Recorded data
--*--
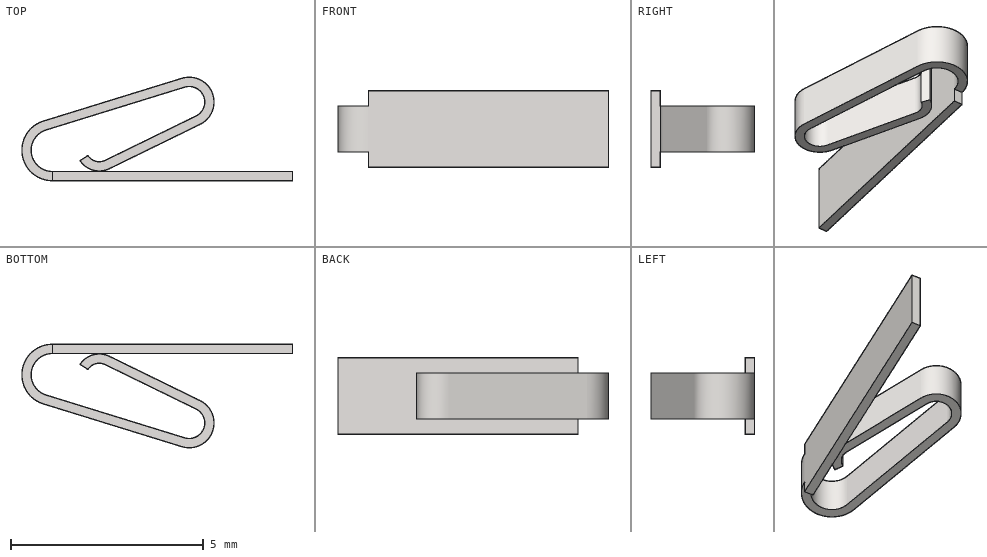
import cadquery as cq
import math

thickness = 0.25
plate_length = 6.25
plate_height = 2.0

strip_height = 1.2
base_radius = 0.8
peak_radius = 0.65
tip_radius = 0.6
base_start_angle = 270.0
contact_gap = 0.01
tip_end_angle = 213.0

base_center = (0.0, base_radius)
peak_center = (3.56, 2.05)
tip_center = (1.22, thickness + contact_gap + tip_radius)


def on_circle(center, radius, degrees):
    """Point on a circle at the given angle from +X."""
    angle = math.radians(degrees)
    return (center[0] + radius * math.cos(angle), center[1] + radius * math.sin(angle))


def tangent_angle(start, start_radius, end, end_radius):
    """Direction from both centres to the tangent line on the left of start-to-end travel."""
    dx = end[0] - start[0]
    dy = end[1] - start[1]
    heading = math.atan2(dy, dx)
    tilt = math.acos((start_radius - end_radius) / math.hypot(dx, dy))
    return math.degrees(heading + tilt)


rise_angle = tangent_angle(base_center, base_radius, peak_center, peak_radius)
return_angle = tangent_angle(peak_center, peak_radius, tip_center, tip_radius)

bends = [
    (base_center, base_radius, base_start_angle, rise_angle),
    (peak_center, peak_radius, rise_angle, return_angle),
    (tip_center, tip_radius, return_angle, tip_end_angle - 360),
]


def make_plate():
    return (
        cq.Workplane("XY")
        .box(plate_length, thickness, plate_height, centered=(False, False, True))
    )


def make_strip():
    outline = cq.Workplane("XY").moveTo(*on_circle(base_center, base_radius, base_start_angle))
    for index, (center, radius, start, end) in enumerate(bends):
        if index > 0:
            outline = outline.lineTo(*on_circle(center, radius, start))
        outline = outline.threePointArc(
            on_circle(center, radius, (start + end) / 2),
            on_circle(center, radius, end),
        )
    for center, radius, start, end in reversed(bends):
        inner_radius = radius - thickness
        outline = outline.lineTo(*on_circle(center, inner_radius, end))
        outline = outline.threePointArc(
            on_circle(center, inner_radius, (start + end) / 2),
            on_circle(center, inner_radius, start),
        )
    return outline.close().extrude(strip_height / 2, both=True)


result = make_plate().union(make_strip())
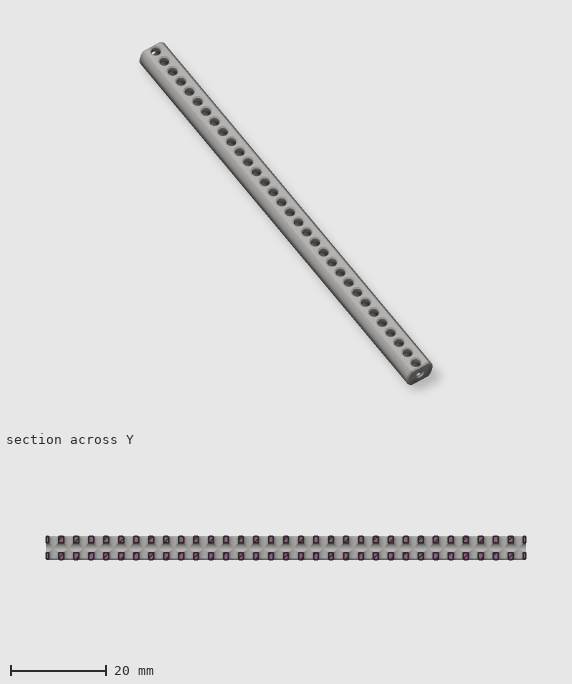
import cadquery as cq

length = 100.0
rod_diameter = 6.6
flat_height = 5.0
end_chamfer = 0.3

hole_count = 32
hole_diameter = 2.0
hole_chamfer = 0.3
bore_diameter = 2.0

hole_pitch = length / hole_count


def make_rod():
    """Round bar along X, chamfered at both ends and cut to two flats."""
    rod = cq.Workplane("YZ").circle(rod_diameter / 2).extrude(length / 2, both=True)
    envelope = cq.Workplane("XY").box(length, rod_diameter, flat_height)
    return rod.intersect(envelope).faces("<X or >X").chamfer(end_chamfer)


def make_cross_hole():
    """Vertical through-hole cutter, widened by a chamfer at each flat."""
    radius = hole_diameter / 2
    mouth_radius = radius + hole_chamfer
    half_height = flat_height / 2
    chamfer_start = half_height - hole_chamfer
    half_profile = [
        (0, -half_height),
        (mouth_radius, -half_height),
        (radius, -chamfer_start),
        (radius, chamfer_start),
        (mouth_radius, half_height),
        (0, half_height),
    ]
    return cq.Workplane("XZ").polyline(half_profile).close().revolve(360, (0, 0), (0, 1))


def make_bore():
    """Cutter for the lengthwise hole through the centre."""
    return cq.Workplane("YZ").circle(bore_diameter / 2).extrude(length / 2, both=True)


result = make_rod().cut(make_bore())

cross_hole = make_cross_hole()
for index in range(hole_count):
    hole_x = (index + 0.5) * hole_pitch - length / 2
    result = result.cut(cross_hole.translate((hole_x, 0, 0)))
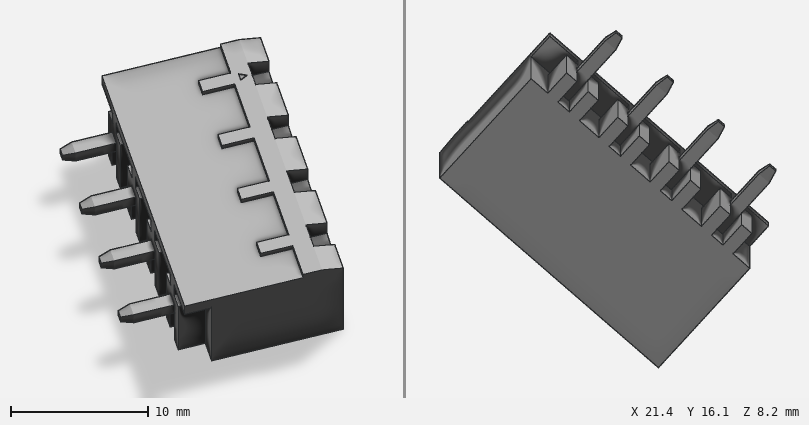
import cadquery as cq

width = 21.4
total_length = 16.1
total_height = 8.2
pin_projection = 4.02
housing_depth = total_length - pin_projection
rear_y = 0
mating_y = rear_y + housing_depth

contact_count = 4
pitch = 5.0
contact_xs = [(i - (contact_count - 1) / 2) * pitch for i in range(contact_count)]

rib_height = 0.4
deck_z = total_height - rib_height
bevel_depth = 1.6
rib_reach = 3.05
tab_reach = 5.5
tab_width = 1.03

notch_width = 2.0
notch_depth = 1.71
notch_sag = 0.15

recess_depth = 2.05
deck_thickness = 1.05
recess_z = deck_z - deck_thickness
support_width = 3.1
support_height = 5.48
stem_width = 0.9

pin_side = 1.03
pin_tip_side = 0.6
pin_tip_length = 0.95
pin_z = 3.77
channel_width = 1.11
channel_height = pin_z + channel_width / 2

mark_width = 0.55
mark_height = 0.54
mark_apex_reach = 2.0
mark_depth = 0.09


def box(x_size, y_min, y_max, z_min, z_max, x_center=0):
    """Box centred on x_center, spanning the given Y and Z ranges."""
    size = (x_size, y_max - y_min, z_max - z_min)
    corner = (x_center - x_size / 2, y_min, z_min)
    return cq.Workplane("XY").box(*size, centered=False).translate(corner)


def housing():
    """Main block with the bevelled rib swept along its whole width."""
    profile = [
        (rear_y, 0),
        (mating_y, 0),
        (mating_y, deck_z),
        (mating_y - bevel_depth, total_height),
        (mating_y - rib_reach, total_height),
        (mating_y - rib_reach, deck_z),
        (rear_y, deck_z),
    ]
    return cq.Workplane("YZ").polyline(profile).close().extrude(width / 2, both=True)


def tab(x):
    return box(tab_width, mating_y - tab_reach, mating_y - rib_reach, deck_z, total_height, x)


def notch(x):
    """Cutter for one keying notch; its underside bulges down as an arc."""
    edge_z = total_height - notch_depth
    half_width = notch_width / 2
    return (
        cq.Workplane("XZ", origin=(x, mating_y, 0))
        .moveTo(-half_width, total_height)
        .lineTo(-half_width, edge_z)
        .threePointArc((0, edge_z - notch_sag), (half_width, edge_z))
        .lineTo(half_width, total_height)
        .close()
        .extrude(bevel_depth)
    )


def support(x):
    """Contact support: a block split by the pin channel, hung from the deck by a stem."""
    block = box(support_width, rear_y, recess_depth, 0, support_height, x)
    stem = box(stem_width, rear_y, recess_depth, support_height, recess_z, x)
    channel = box(channel_width, rear_y, recess_depth, 0, channel_height, x)
    return block.union(stem).cut(channel)


def pin(x):
    """Square pin rooted in the recess wall, ending in a tapered tip."""
    shank_end = rear_y - pin_projection + pin_tip_length
    shank = box(
        pin_side, shank_end, recess_depth, pin_z - pin_side / 2, pin_z + pin_side / 2, x
    )
    tip = (
        cq.Workplane("XZ", origin=(x, shank_end, pin_z))
        .rect(pin_side, pin_side)
        .workplane(offset=pin_tip_length)
        .rect(pin_tip_side, pin_tip_side)
        .loft(ruled=True)
    )
    return shank.union(tip)


def first_contact_mark():
    """Cutter for the shallow triangle pointing towards the mating edge."""
    x = contact_xs[0]
    apex_y = mating_y - mark_apex_reach
    base_y = apex_y - mark_height
    corners = [(x, apex_y), (x - mark_width / 2, base_y), (x + mark_width / 2, base_y)]
    return (
        cq.Workplane("XY", origin=(0, 0, total_height - mark_depth))
        .polyline(corners)
        .close()
        .extrude(mark_depth)
    )


body = housing().cut(box(width, rear_y, recess_depth, 0, recess_z))
for contact_x in contact_xs:
    body = body.union(tab(contact_x))
    body = body.cut(notch(contact_x))
    body = body.union(support(contact_x))
    body = body.union(pin(contact_x))

result = body.cut(first_contact_mark())
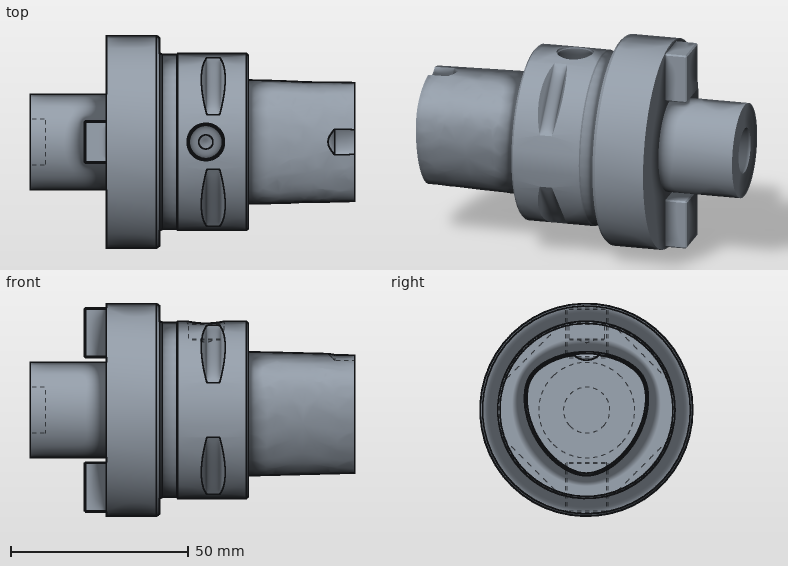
import cadquery as cq
import math


PILOT_DIAMETER = 27.0
PILOT_LENGTH = 21.5
FLANGE_DIAMETER = 60.0
FLANGE_LENGTH = 15.0
FLANGE_CHAMFER_LENGTH = 0.9
FLANGE_CHAMFER_DEPTH = 0.7
COLLAR_DIAMETER = 50.0
COLLAR_LENGTH = 25.0
COLLAR_CHAMFER = 0.6
NECK_DIAMETER = 49.4
NECK_LENGTH = 4.4
NECK_STEP = (COLLAR_DIAMETER - NECK_DIAMETER) / 2
NECK_LEAD_LENGTH = 0.75

BORE_DIAMETER = 13.0
BORE_DEPTH = 4.2

KEY_WIDTH = 12.0
KEY_HEIGHT = 6.2
KEY_INNER_RADIUS = 14.7
KEY_OUTER_RADIUS = 28.8
KEY_CHAMFER = 0.4

SHANK_LENGTH = 30.0
SHANK_DIAMETER = 35.0
SHANK_LOBE_HEIGHT = 1.08
SHANK_TAPER = 1 / 20
SHANK_LOBES = 3
SHANK_SPLINE_POINTS = 36

KEYWAY_RADIUS = 5.0
KEYWAY_LENGTH = 5.7
KEYWAY_FLOOR_RADIUS = 14.0
KEYWAY_CONE_ANGLE = 45.0

SLOT_X = -9.9
SLOT_FLOOR_RADIUS = 22.25
SLOT_FLOOR_WIDTH = 3.6
SLOT_FLANK_ANGLE = 30.0
SLOT_FLOOR_FILLET = 0.4
SLOT_CLEARANCE = 1.0
SLOT_ANGLES = (45, 135, 225, 315)

CHIP_X = -12.0
CHIP_DIAMETER = 10.0
CHIP_FLOOR_RADIUS = 19.7
CHIP_FLOOR_CHAMFER = 0.3
CHIP_RIM_CHAMFER = 0.25
CENTRE_MARK_DIAMETER = 4.0
CENTRE_MARK_POINT_ANGLE = 140.0

FLANGE_BACK_X = -COLLAR_LENGTH
FLANGE_FRONT_X = FLANGE_BACK_X - FLANGE_LENGTH
PILOT_FRONT_X = FLANGE_FRONT_X - PILOT_LENGTH
NECK_FRONT_X = FLANGE_BACK_X + NECK_LEAD_LENGTH
NECK_BACK_X = NECK_FRONT_X + NECK_LENGTH


def turned_body():
    """Pilot, flange, neck and collar, revolved about the X axis."""
    pilot_radius = PILOT_DIAMETER / 2
    flange_radius = FLANGE_DIAMETER / 2
    neck_radius = NECK_DIAMETER / 2
    collar_radius = COLLAR_DIAMETER / 2
    outline = [
        (PILOT_FRONT_X, 0),
        (PILOT_FRONT_X, pilot_radius),
        (FLANGE_FRONT_X, pilot_radius),
        (FLANGE_FRONT_X, flange_radius),
        (FLANGE_BACK_X - FLANGE_CHAMFER_LENGTH, flange_radius),
        (FLANGE_BACK_X, flange_radius - FLANGE_CHAMFER_DEPTH),
        (FLANGE_BACK_X, collar_radius),
        (NECK_FRONT_X, neck_radius),
        (NECK_BACK_X - NECK_STEP, neck_radius),
        (NECK_BACK_X, collar_radius),
        (-COLLAR_CHAMFER, collar_radius),
        (0, collar_radius - COLLAR_CHAMFER),
        (0, 0),
    ]
    return cq.Workplane("XY").polyline(outline).close().revolve(360, (0, 0, 0), (1, 0, 0))


def lobe_point(mean_radius, angle):
    """Point of the three-lobed section as (y, z), with one lobe pointing to -Z.

    The section is the envelope of tangent lines whose distance from the axis is
    mean_radius + SHANK_LOBE_HEIGHT * cos(lobes * angle).
    """
    distance = mean_radius + SHANK_LOBE_HEIGHT * math.cos(SHANK_LOBES * angle)
    slope = -SHANK_LOBES * SHANK_LOBE_HEIGHT * math.sin(SHANK_LOBES * angle)
    along = distance * math.cos(angle) - slope * math.sin(angle)
    across = distance * math.sin(angle) + slope * math.cos(angle)
    return across, -along


def lobe_section(x, mean_radius):
    """Closed wire of the shank section in the plane at x."""
    step = 2 * math.pi / SHANK_SPLINE_POINTS
    points = []
    for index in range(SHANK_SPLINE_POINTS):
        y, z = lobe_point(mean_radius, index * step)
        points.append(cq.Vector(x, y, z))
    return cq.Wire.assembleEdges([cq.Edge.makeSpline(points, periodic=True)])


def shank():
    """Tapered three-lobed shank."""
    large_radius = SHANK_DIAMETER / 2
    small_radius = large_radius - SHANK_LENGTH * SHANK_TAPER / 2
    sections = [lobe_section(0, large_radius), lobe_section(SHANK_LENGTH, small_radius)]
    return cq.Workplane(cq.Solid.makeLoft(sections, True))


def shank_keyway():
    """Round-bottomed groove along X, closed by a cone that runs out to the surface."""
    axis_z = KEYWAY_FLOOR_RADIUS + KEYWAY_RADIUS
    cone_x = SHANK_LENGTH - KEYWAY_LENGTH
    cone_length = KEYWAY_RADIUS / math.tan(math.radians(KEYWAY_CONE_ANGLE))
    outline = [
        (cone_x - cone_length, 0),
        (cone_x, KEYWAY_RADIUS),
        (SHANK_LENGTH, KEYWAY_RADIUS),
        (SHANK_LENGTH, 0),
    ]
    groove = cq.Workplane("XY").polyline(outline).close().revolve(360, (0, 0, 0), (1, 0, 0))
    return groove.translate((0, 0, axis_z))


def drive_key(side):
    """Rectangular key on the flange face; side is +1 for +Z and -1 for -Z."""
    key_span = KEY_OUTER_RADIUS - KEY_INNER_RADIUS
    centre_z = side * (KEY_OUTER_RADIUS + KEY_INNER_RADIUS) / 2
    return (
        cq.Workplane("YZ", origin=(FLANGE_FRONT_X, 0, centre_z))
        .rect(KEY_WIDTH, key_span)
        .extrude(-KEY_HEIGHT)
        .edges("|X or <X")
        .chamfer(KEY_CHAMFER)
    )


def gripper_slot(angle):
    """Flat-floored slot with flared flanks, across the collar at an angle about X."""
    depth = COLLAR_DIAMETER / 2 - SLOT_FLOOR_RADIUS + SLOT_CLEARANCE
    flare = depth * math.tan(math.radians(SLOT_FLANK_ANGLE))
    floor_half = SLOT_FLOOR_WIDTH / 2
    top_z = SLOT_FLOOR_RADIUS + depth
    outline = [
        (SLOT_X - floor_half, SLOT_FLOOR_RADIUS),
        (SLOT_X + floor_half, SLOT_FLOOR_RADIUS),
        (SLOT_X + floor_half + flare, top_z),
        (SLOT_X - floor_half - flare, top_z),
    ]
    slot = cq.Workplane("XZ").polyline(outline).close().extrude(COLLAR_DIAMETER / 2, both=True)
    slot = slot.faces("<Z").edges("|Y").fillet(SLOT_FLOOR_FILLET)
    return slot.rotate((0, 0, 0), (1, 0, 0), angle)


def chip_pocket():
    """Round pocket from the top with a conical centre mark in its floor."""
    hole_radius = CHIP_DIAMETER / 2
    mark_radius = CENTRE_MARK_DIAMETER / 2
    mark_depth = mark_radius / math.tan(math.radians(CENTRE_MARK_POINT_ANGLE / 2))
    rim_radius = hole_radius + CHIP_RIM_CHAMFER
    top = COLLAR_DIAMETER / 2
    rim_dip = top - math.sqrt(top**2 - rim_radius**2)
    outline = [
        (0, CHIP_FLOOR_RADIUS - mark_depth),
        (mark_radius, CHIP_FLOOR_RADIUS),
        (hole_radius - CHIP_FLOOR_CHAMFER, CHIP_FLOOR_RADIUS),
        (hole_radius, CHIP_FLOOR_RADIUS + CHIP_FLOOR_CHAMFER),
        (hole_radius, top - CHIP_RIM_CHAMFER - rim_dip),
        (rim_radius, top - rim_dip),
        (rim_radius, top),
        (0, top),
    ]
    pocket = cq.Workplane("XZ").polyline(outline).close().revolve(360, (0, 0, 0), (0, 1, 0))
    return pocket.translate((CHIP_X, 0, 0))


def pilot_bore():
    """Blind bore in the front face of the pilot."""
    return cq.Workplane("YZ", origin=(PILOT_FRONT_X, 0, 0)).circle(BORE_DIAMETER / 2).extrude(BORE_DEPTH)


result = turned_body().union(shank().cut(shank_keyway()))
for key_side in (1, -1):
    result = result.union(drive_key(key_side))
for slot_angle in SLOT_ANGLES:
    result = result.cut(gripper_slot(slot_angle))
result = result.cut(chip_pocket()).cut(pilot_bore())
--*--
Instructions for the task: The reply should hold the lines from the top of the records through the line containing "rod_diameter = 6.6", reproduced exactly, and no pictures.

Result of the exercise:
import cadquery as cq
import math

thickness = 0.25
plate_length = 6.25
plate_height = 2.0

strip_height = 1.2
base_radius = 0.8
peak_radius = 0.65
tip_radius = 0.6
base_start_angle = 270.0
contact_gap = 0.01
tip_end_angle = 213.0

base_center = (0.0, base_radius)
peak_center = (3.56, 2.05)
tip_center = (1.22, thickness + contact_gap + tip_radius)


def on_circle(center, radius, degrees):
    """Point on a circle at the given angle from +X."""
    angle = math.radians(degrees)
    return (center[0] + radius * math.cos(angle), center[1] + radius * math.sin(angle))


def tangent_angle(start, start_radius, end, end_radius):
    """Direction from both centres to the tangent line on the left of start-to-end travel."""
    dx = end[0] - start[0]
    dy = end[1] - start[1]
    heading = math.atan2(dy, dx)
    tilt = math.acos((start_radius - end_radius) / math.hypot(dx, dy))
    return math.degrees(heading + tilt)


rise_angle = tangent_angle(base_center, base_radius, peak_center, peak_radius)
return_angle = tangent_angle(peak_center, peak_radius, tip_center, tip_radius)

bends = [
    (base_center, base_radius, base_start_angle, rise_angle),
    (peak_center, peak_radius, rise_angle, return_angle),
    (tip_center, tip_radius, return_angle, tip_end_angle - 360),
]


def make_plate():
    return (
        cq.Workplane("XY")
        .box(plate_length, thickness, plate_height, centered=(False, False, True))
    )


def make_strip():
    outline = cq.Workplane("XY").moveTo(*on_circle(base_center, base_radius, base_start_angle))
    for index, (center, radius, start, end) in enumerate(bends):
        if index > 0:
            outline = outline.lineTo(*on_circle(center, radius, start))
        outline = outline.threePointArc(
            on_circle(center, radius, (start + end) / 2),
            on_circle(center, radius, end),
        )
    for center, radius, start, end in reversed(bends):
        inner_radius = radius - thickness
        outline = outline.lineTo(*on_circle(center, inner_radius, end))
        outline = outline.threePointArc(
            on_circle(center, inner_radius, (start + end) / 2),
            on_circle(center, inner_radius, start),
        )
    return outline.close().extrude(strip_height / 2, both=True)


result = make_plate().union(make_strip())
import cadquery as cq

length = 100.0
rod_diameter = 6.6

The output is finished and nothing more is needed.